9/13/2004

Dear Alumni,

We hope you have had time to enjoy your summer.

As you know, the new school year is starting. New and returning students are excited about the opportunities and experiences of the coming year. It wasn’t very long ago that you yourself were a student, eager to learn and get involved in your University.

Fortunately, you still have the opportunity to get involved. That’s right, you can continue to give to the school that has given you so much.

We may not have paid for your books. We may have overcharged you for housing. We may have made you take classes that had nothing to do with your major. We may have charged you for course credits you didn’t take. We may have tried to make you stay an extra year for no good reason. We may not have been any help in finding you an internship. And we even charged you that “Resident Activity Fee,” that actually went towards our new automated coffee machine. But we provided you with an “Education.” It’s time to repay the favor.
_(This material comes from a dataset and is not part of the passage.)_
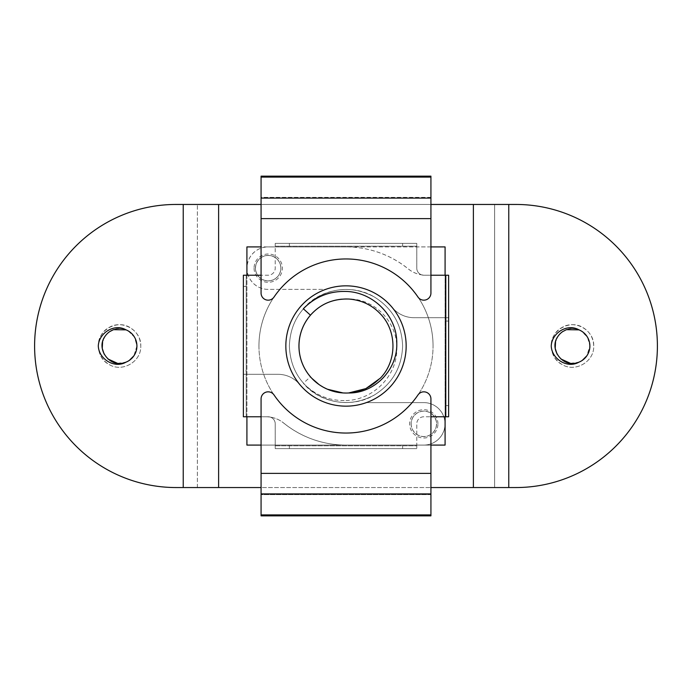 <?xml version="1.0" encoding="UTF-8"?>
<svg xmlns="http://www.w3.org/2000/svg" width="692" height="692" viewBox="0 0 692 692"><rect width="100%" height="100%" fill="white"/><g stroke="black" fill="none" stroke-linecap="round" stroke-linejoin="round"><path stroke-width="0.52" stroke-dasharray="3.46 2.59" d="M255.409 268.15A12.741 12.741 0 0 0 268.15 280.891A12.741 12.741 0 0 0 280.891 268.15A12.741 12.741 0 0 0 268.15 255.409A12.741 12.741 0 0 0 255.409 268.15A12.741 12.741 0 0 0 268.15 280.891A12.741 12.741 0 0 0 280.891 268.15A12.741 12.741 0 0 0 268.15 255.409A12.741 12.741 0 0 0 255.409 268.15M411.109 423.85A12.741 12.741 0 0 0 423.85 436.591A12.741 12.741 0 0 0 436.591 423.85A12.741 12.741 0 0 0 423.85 411.109A12.741 12.741 0 0 0 411.109 423.85A12.741 12.741 0 0 0 423.85 436.591A12.741 12.741 0 0 0 436.591 423.85A12.741 12.741 0 0 0 423.85 411.109A12.741 12.741 0 0 0 411.109 423.85M258.946 346A87.054 87.054 0 0 0 346 433.054A87.054 87.054 0 0 0 433.054 346A87.054 87.054 0 0 1 346 433.054A87.054 87.054 0 0 1 258.946 346A87.054 87.054 0 0 1 346 258.946A87.054 87.054 0 0 1 433.054 346A87.054 87.054 0 0 0 346 258.946A87.054 87.054 0 0 0 258.946 346M105.132 336.2A17.482 17.438 -149.7 0 1 109.725 331.606A17.482 17.438 29.7 0 0 105.132 336.2L102.589 341.986L105.132 336.2A17.482 17.438 -149.7 0 1 109.725 331.606L113.462 329.677L109.725 331.606A17.482 17.438 29.7 0 0 105.132 336.2A17.482 17.438 -149.7 0 1 109.725 331.606L113.462 329.677C128.608 323.173 143.832 342.843 133.893 355.835L136.938 345.896L134.551 337.203L128.141 330.871L126.039 329.859C140.502 334.651 140.173 357.928 125.589 362.323C110.608 368.862 95.15 349.105 105.132 336.2C95.15 349.105 110.608 368.862 125.589 362.323C110.469 368.819 95.245 349.2 105.132 336.2M104.129 354.114L107.9 358.958L104.129 354.114M123.6 362.928L117.424 363.283L125.589 362.323L129.326 360.394L125.589 362.323M110.729 330.975L113.462 329.677C128.608 323.173 143.832 342.843 133.893 355.835L129.326 360.394L133.893 355.835L136.938 345.896L134.551 337.203L128.141 330.871L126.039 329.859C114.379 323.121 98.8 332.956 98.299 346C97.572 330.3 116.913 319.133 130.139 327.61C136.93 331.866 140.476 337.99 140.761 346C141.479 361.7 122.147 372.867 108.912 364.39C94.951 357.167 94.951 334.833 108.912 327.61C122.147 319.133 141.479 330.3 140.761 346C141.479 361.7 122.147 372.867 108.912 364.39C94.951 357.167 94.951 334.833 108.912 327.61C122.147 319.133 141.479 330.3 140.761 346C141.479 361.7 122.147 372.867 108.912 364.39C102.122 360.134 98.584 354.01 98.299 346C98.8 359.027 114.362 368.888 126.039 362.141C132.933 358.992 136.558 353.577 136.938 345.896C137.232 334.331 124.413 325.179 113.462 329.677C117.683 328.181 121.879 328.233 126.039 329.859A17.412 17.412 0 0 1 126.039 362.141M558.081 336.2A17.482 17.438 -149.7 0 1 562.674 331.606A17.482 17.438 29.7 0 0 558.081 336.2L555.529 341.986L558.081 336.2A17.482 17.438 -149.7 0 1 562.674 331.606L566.411 329.677L562.674 331.606A17.482 17.438 29.7 0 0 558.081 336.2A17.482 17.438 -149.7 0 1 562.674 331.606L566.411 329.677C581.548 323.173 596.781 342.843 586.842 355.835L582.275 360.394L578.538 362.323C563.556 368.862 548.09 349.105 558.081 336.2C548.09 349.105 563.556 368.862 578.538 362.323C563.409 368.819 548.185 349.2 558.081 336.2M557.069 354.114L560.849 358.958L557.069 354.114M576.548 362.928L570.364 363.283L578.538 362.323L582.275 360.394L578.538 362.323L582.275 360.394L586.842 355.835C596.781 342.843 581.548 323.173 566.411 329.677C570.632 328.181 574.827 328.233 578.988 329.859C593.451 334.651 593.113 357.928 578.538 362.323M578.988 329.859L581.09 330.871L587.499 337.203L589.887 345.896L586.833 355.835C596.781 342.843 581.557 323.173 566.411 329.677C577.353 325.179 590.181 334.331 589.887 345.896C589.506 353.577 585.873 358.992 578.988 362.141C567.302 368.888 551.749 359.027 551.239 346C550.521 330.3 569.853 319.133 583.088 327.61C589.878 331.866 593.416 337.99 593.701 346C594.428 361.7 575.087 372.867 561.861 364.39C547.9 357.167 547.9 334.833 561.861 327.61C575.087 319.133 594.428 330.3 593.701 346C594.428 361.7 575.087 372.867 561.861 364.39C547.9 357.167 547.9 334.833 561.861 327.61C575.087 319.133 594.428 330.3 593.701 346C594.428 361.7 575.087 372.867 561.861 364.39C555.071 360.134 551.524 354.01 551.239 346C551.749 332.956 567.328 323.121 578.988 329.859A17.412 17.412 0 0 1 578.988 362.141M430.926 218.611L261.074 218.611L261.074 293.088A7.076 7.076 0 0 0 274.006 297.067A87.054 87.054 0 0 1 417.994 297.067A7.076 7.076 0 0 0 430.926 293.088L430.926 197.618L261.074 197.376L261.074 204.451L261.074 176.149M508.776 487.549L508.776 204.451L515.851 204.451A141.549 141.549 0 0 1 657.4 346A141.549 141.549 0 0 1 515.851 487.549L473.389 487.549L473.389 204.451L430.926 204.451L430.926 197.618M430.926 204.451L261.074 204.451L430.926 204.451L430.926 176.149M261.074 218.611L261.074 197.618M508.776 204.451L494.624 204.451L494.624 487.549L494.624 204.451L473.389 204.451L473.389 487.549L430.926 487.549L430.926 494.624L261.074 494.624L261.074 487.549L176.149 487.549A141.549 141.549 0 0 1 34.6 346A141.549 141.549 0 0 1 176.149 204.451L261.074 204.451M218.611 487.549L218.611 204.451L218.611 487.549M197.376 487.549L197.376 204.451L197.376 487.549M261.074 473.389L261.074 398.912A7.076 7.076 0 0 1 274.006 394.933A87.054 87.054 0 0 0 417.994 394.933A7.076 7.076 0 0 1 430.926 398.912L430.926 473.389L261.074 473.389L261.074 494.382M261.074 515.851L261.074 487.549L430.926 487.549L261.074 487.549M430.926 515.851L430.926 487.549M430.926 494.382L430.926 473.389M406.161 346A60.161 60.161 0 0 0 346 285.839A60.161 60.161 0 0 0 285.839 346A60.161 60.161 0 0 0 346 406.161A60.161 60.161 0 0 0 406.161 346M280.831 268.15A12.664 12.655 -90 0 0 268.176 255.486A12.664 12.655 -90 0 0 255.512 268.15A12.664 12.655 -90 0 0 268.176 280.814A12.664 12.655 -90 0 0 280.831 268.15M411.169 423.85A12.664 12.655 90 0 0 423.824 436.514A12.664 12.655 90 0 0 436.488 423.85A12.664 12.655 90 0 0 423.824 411.186A12.664 12.655 90 0 0 411.169 423.85M254.068 268.15A14.151 14.151 -90 0 0 268.219 282.301A14.151 14.151 -90 0 0 282.371 268.15A14.151 14.151 -90 0 0 268.219 253.999A14.151 14.151 -90 0 0 254.068 268.15M437.932 423.85A14.151 14.151 90 0 0 423.781 409.699A14.151 14.151 90 0 0 409.629 423.85A14.151 14.151 90 0 0 423.781 438.001A14.151 14.151 90 0 0 437.932 423.85M265.884 416.774L246.214 416.774L246.214 374.311L277.976 374.311A28.311 28.303 -90 0 1 299.723 384.501A60.161 60.152 -90 0 0 366.267 402.614L423.781 402.614A21.236 21.227 -90 0 1 445.008 423.85A21.236 21.227 -90 0 1 423.781 445.086L345.939 445.086A99.086 99.068 -90 0 1 283.668 423.063A28.311 28.303 -90 0 0 265.884 416.774L246.214 416.774L246.214 374.311L278.02 374.311A28.311 28.303 -90 0 1 299.766 384.501L299.723 384.501M265.927 416.774A28.311 28.303 -90 0 1 283.72 423.063L283.668 423.063M426.073 275.226L445.786 275.226L445.786 317.689L448.624 317.689L448.624 275.226L426.073 275.226A28.311 28.303 90 0 1 408.28 268.937A99.086 99.068 90 0 0 346.017 246.914L268.176 246.914A21.236 21.227 90 0 0 246.949 268.15A21.236 21.227 90 0 0 268.176 289.386L325.69 289.386A60.161 60.152 90 0 1 346.017 285.839A60.161 60.161 0 0 0 285.839 346A60.161 60.161 0 0 0 346 406.161A60.161 60.152 -90 0 0 366.31 402.614L423.824 402.614A21.236 21.227 -90 0 1 445.051 423.85A21.236 21.227 -90 0 1 423.824 445.086L345.983 445.086A99.086 99.068 -90 0 1 283.72 423.063M448.624 405.581L445.786 405.581L445.786 416.774L448.624 416.774L448.624 317.689L413.98 317.689A28.311 28.303 90 0 1 392.234 307.499A60.161 60.152 90 0 0 346.017 285.839A60.161 60.161 0 0 1 406.161 346A60.161 60.161 0 0 1 346 406.161A60.161 60.152 -90 0 1 299.766 384.501M246.214 374.311L243.376 374.311L246.214 374.311L246.214 370.955L243.376 370.955L243.376 416.774L246.214 416.774L246.214 275.226L243.376 275.226L243.376 370.955M243.376 286.419L246.214 286.419L246.214 370.955M246.214 286.419L246.214 275.226L268.15 275.226A7.076 7.076 0 0 0 275.226 268.15L275.226 243.376L275.226 246.214L416.774 246.214L275.226 246.214L275.226 268.15A7.076 7.076 0 0 1 268.15 275.226L261.074 275.226M430.926 275.226L423.85 275.226A7.076 7.076 0 0 1 416.774 268.15L416.774 243.376L275.226 243.376L416.774 243.376L416.774 268.15A7.076 7.076 0 0 0 423.85 275.226L445.786 275.226L445.786 321.045L448.624 321.045M445.786 405.581L445.786 321.045M445.786 275.226L445.786 416.774L423.85 416.774A7.076 7.076 0 0 0 416.774 423.85L416.774 445.786L275.226 445.786L416.774 445.786L416.774 448.624L416.774 423.85A7.076 7.076 0 0 1 423.85 416.774L430.926 416.774M445.786 317.689L414.024 317.689A28.311 28.303 90 0 1 392.277 307.499A60.161 60.152 90 0 0 325.733 289.386L268.219 289.386A21.236 21.227 90 0 1 246.992 268.15A21.236 21.227 90 0 1 268.219 246.914L346.061 246.914A99.086 99.068 90 0 1 408.332 268.937A28.311 28.303 90 0 0 426.116 275.226M261.074 416.774L268.15 416.774A7.076 7.076 0 0 1 275.226 423.85L275.226 448.624L416.774 448.624L275.226 448.624L275.226 423.85A7.076 7.076 0 0 0 268.15 416.774L246.214 416.774M380.323 378.169C397.277 360.221 397.243 331.693 380.263 313.77C371.673 304.869 361.233 299.965 348.95 299.048C361.44 300.051 371.881 304.956 380.263 313.77C397.251 331.684 397.269 360.212 380.323 378.169C370.436 388.532 358.015 393.463 343.05 392.952C357.989 393.471 370.419 388.541 380.323 378.169C397.173 360.982 397.165 330.88 380.263 313.77C371.673 304.869 361.233 299.965 348.95 299.048C334.271 298.451 321.849 303.381 311.677 313.831C294.688 332.099 294.775 360.074 311.737 378.23C320.258 387.087 330.698 391.992 343.05 392.944C357.574 393.575 369.995 388.653 380.323 378.178C397.173 360.982 397.165 330.88 380.263 313.77C371.898 304.964 361.466 300.06 348.95 299.048C334.271 298.451 321.849 303.381 311.677 313.831C294.688 332.099 294.775 360.074 311.737 378.23C320.258 387.087 330.698 391.992 343.05 392.944C357.574 393.575 369.995 388.653 380.323 378.178M348.621 392.969L346.061 393.039L348.621 392.969M348.95 299.048C322.584 296.557 298.598 319.791 298.961 345.749C298.364 369.718 318.908 392.252 343.05 392.952L348.543 392.969M343.05 392.944C330.698 391.992 320.258 387.087 311.737 378.23M327.515 389.259L319.055 384.562M445.086 416.774L445.086 275.226M445.086 445.086L445.086 246.914L246.914 246.914L246.914 445.086L445.086 445.086M261.074 445.086L430.926 445.086M246.914 275.226L246.914 416.774M430.926 246.914L261.074 246.914M346 400.556C373.187 400.011 397.338 375.886 396.775 348.5C397.563 322.55 374.83 298.529 348.543 299.03C322.126 296.756 298.321 320.258 298.961 346.251C298.615 370.038 319.124 392.269 343.05 392.952C329.859 391.88 318.986 386.499 310.448 376.811A2468.468 2137.597 49.7 0 1 303.347 383.23C315.068 395.193 329.288 400.971 346 400.556M303.347 308.77C319.548 288.754 352.116 283.443 374.311 296.963C392.416 308.303 401.853 324.652 402.614 346C401.853 367.348 392.416 383.697 374.311 395.037C355.437 405.045 336.563 405.045 317.689 395.037C299.584 383.697 290.147 367.348 289.386 346C290.147 324.652 299.584 308.303 317.689 296.963C336.563 286.955 355.437 286.955 374.311 296.963C392.416 308.303 401.853 324.652 402.614 346C401.853 367.348 392.416 383.697 374.311 395.037C355.437 405.045 336.563 405.045 317.689 395.037C299.584 383.697 290.147 367.348 289.386 346C290.147 324.652 299.584 308.303 317.689 296.963C336.563 286.955 355.437 286.955 374.311 296.963C392.416 308.303 401.853 324.652 402.614 346C401.853 367.348 392.416 383.697 374.311 395.037C355.437 405.045 336.563 405.045 317.689 395.037C299.584 383.697 290.147 367.348 289.386 346C290.147 324.652 299.584 308.303 317.689 296.963C336.563 286.955 355.437 286.955 374.311 296.963C392.416 308.303 401.853 324.652 402.614 346C401.853 367.348 392.416 383.697 374.311 395.037C352.116 408.557 319.548 403.246 303.347 383.23M310.448 376.811A47.039 47.039 0 0 1 348.543 299.03M183.224 487.549L183.224 204.451M402.614 448.624L402.614 445.786M289.386 448.624L289.386 445.786M289.386 243.376L289.386 246.214M402.614 243.376L402.614 246.214M275.226 445.786L416.774 445.786M416.774 246.214L275.226 246.214M430.926 197.376L261.074 197.376M430.926 494.624L261.074 494.624"/><path stroke-width="1.04" d="M102.589 341.986L102.26 348.223L102.589 341.986M102.295 348.491L104.129 354.114L102.295 348.491M107.9 358.958L117.424 363.283L107.9 358.958M123.6 362.928L126.039 362.141A17.412 17.412 0 0 0 126.039 329.859L113.462 329.677L110.729 330.975M126.039 362.141C114.379 368.879 98.8 359.044 98.299 346C98.8 332.973 114.362 323.112 126.039 329.859L113.462 329.677L109.725 331.606A17.482 17.438 29.7 0 0 105.132 336.2C95.245 349.209 110.469 368.819 125.589 362.323L125.771 362.253M129.326 360.394L133.893 355.835L129.326 360.394M555.529 341.986L555.209 348.223L555.529 341.986M555.243 348.491L557.069 354.114L555.243 348.491M560.849 358.958L570.364 363.283L560.849 358.958M576.548 362.928L578.72 362.253M563.003 331.39L562.674 331.606A17.482 17.438 29.7 0 0 558.081 336.2C548.185 349.209 563.409 368.819 578.538 362.323L578.988 362.141A17.412 17.412 0 0 0 578.988 329.859L566.411 329.677L562.674 331.606M582.275 360.394L586.833 355.835L582.275 360.394M578.988 362.141C567.328 368.879 551.749 359.044 551.239 346C551.749 332.973 567.302 323.112 578.988 329.859M430.926 293.088L430.926 218.611L261.074 218.611L261.074 293.088A7.076 7.076 0 0 0 274.006 297.067A87.054 87.054 0 0 1 417.994 297.067A7.076 7.076 0 0 0 430.926 293.088M261.074 177.1L261.074 176.149L430.926 176.149L430.926 177.1L261.074 177.1L261.074 218.611M430.926 218.611L430.926 177.1M176.149 487.549L183.224 487.549L183.224 204.451L176.149 204.451A141.549 141.549 0 0 0 34.6 346A141.549 141.549 0 0 0 176.149 487.549M183.224 487.549L261.074 487.549M218.611 487.549L218.611 204.451L183.224 204.451M218.611 204.451L261.074 204.451M430.926 487.549L473.389 487.549L473.389 204.451L430.926 204.451M473.389 487.549L508.776 487.549L508.776 204.451L473.389 204.451M430.926 473.389L261.074 473.389L261.074 398.912A7.076 7.076 0 0 1 274.006 394.933A87.054 87.054 0 0 0 417.994 394.933A7.076 7.076 0 0 1 430.926 398.912L430.926 493.906L261.074 493.906L261.074 515.851L430.926 515.851L430.926 493.906M261.074 473.389L261.074 493.906M508.776 487.549L515.851 487.549A141.549 141.549 0 0 0 657.4 346A141.549 141.549 0 0 0 515.851 204.451L508.776 204.451M406.161 346A60.161 60.161 0 0 0 346 285.839A60.161 60.161 0 0 0 285.839 346A60.161 60.161 0 0 0 346 406.161A60.161 60.161 0 0 0 406.161 346M261.074 416.774L243.376 416.774L243.376 275.226L261.074 275.226M430.926 275.226L448.624 275.226L448.624 416.774L430.926 416.774M348.95 299.048C361.44 300.051 371.881 304.956 380.263 313.77C397.165 330.88 397.173 360.982 380.323 378.178L365.843 388.619L348.621 392.969L365.843 388.619L380.323 378.178C397.173 360.982 397.165 330.88 380.263 313.77C371.881 304.956 361.44 300.051 348.95 299.048C333.985 298.537 321.564 303.468 311.677 313.831C321.564 303.468 333.985 298.537 348.95 299.048C333.302 298.537 320.474 303.918 310.448 315.189A47.039 47.039 0 0 0 348.543 392.969C374.718 393.506 397.606 369.45 396.775 343.526C397.338 316.097 373.196 291.998 346 291.444C329.314 291.021 315.094 296.799 303.347 308.77A2468.468 2137.597 -49.7 0 1 310.448 315.189M343.05 392.944L346.061 393.039L343.05 392.944L327.515 389.259M311.737 378.23C294.766 360.082 294.705 332.099 311.677 313.831C294.705 332.099 294.766 360.082 311.737 378.23M319.055 384.562L311.807 378.308M430.926 445.086L445.086 445.086L445.086 416.774M445.086 275.226L445.086 246.914L430.926 246.914M246.914 416.774L246.914 445.086L261.074 445.086M261.074 246.914L246.914 246.914L246.914 275.226M346 406.161A60.161 60.161 0 0 1 285.839 346A60.161 60.161 0 0 1 346 285.839A60.161 60.161 0 0 1 406.161 346A60.161 60.161 0 0 1 346 406.161M430.926 198.094L261.074 198.094M430.926 514.9L261.074 514.9M445.786 416.774L445.786 275.226"/></g></svg>

In all due honesty, we lost your tuition money. Well, we didn’t loose it, we know where it went. We spent it all on cheap whores and blow. But the point is, all the money you gave us, the money for which took out loans that you’ll be paying off for the next ten years, is used up. It’s gone. The account is in overdraft.

Now we realize it’s only been two years, but by our estimates, you now have a job in the <insert course of study here> field and are pulling in a six figure salary. This assumption is based on student surveys, population polls, and wild speculation.

So if it wouldn’t be too inconvenient, please take some time out from running your multi-million dollar company and boinking your supermodel wife and make a donation to our simple little “Alumni Fund.”

Thank you.

Sincerely,
College University

P.S. Pass this letter on to five friends by midnight or you will have seven years bad luck! It’s true!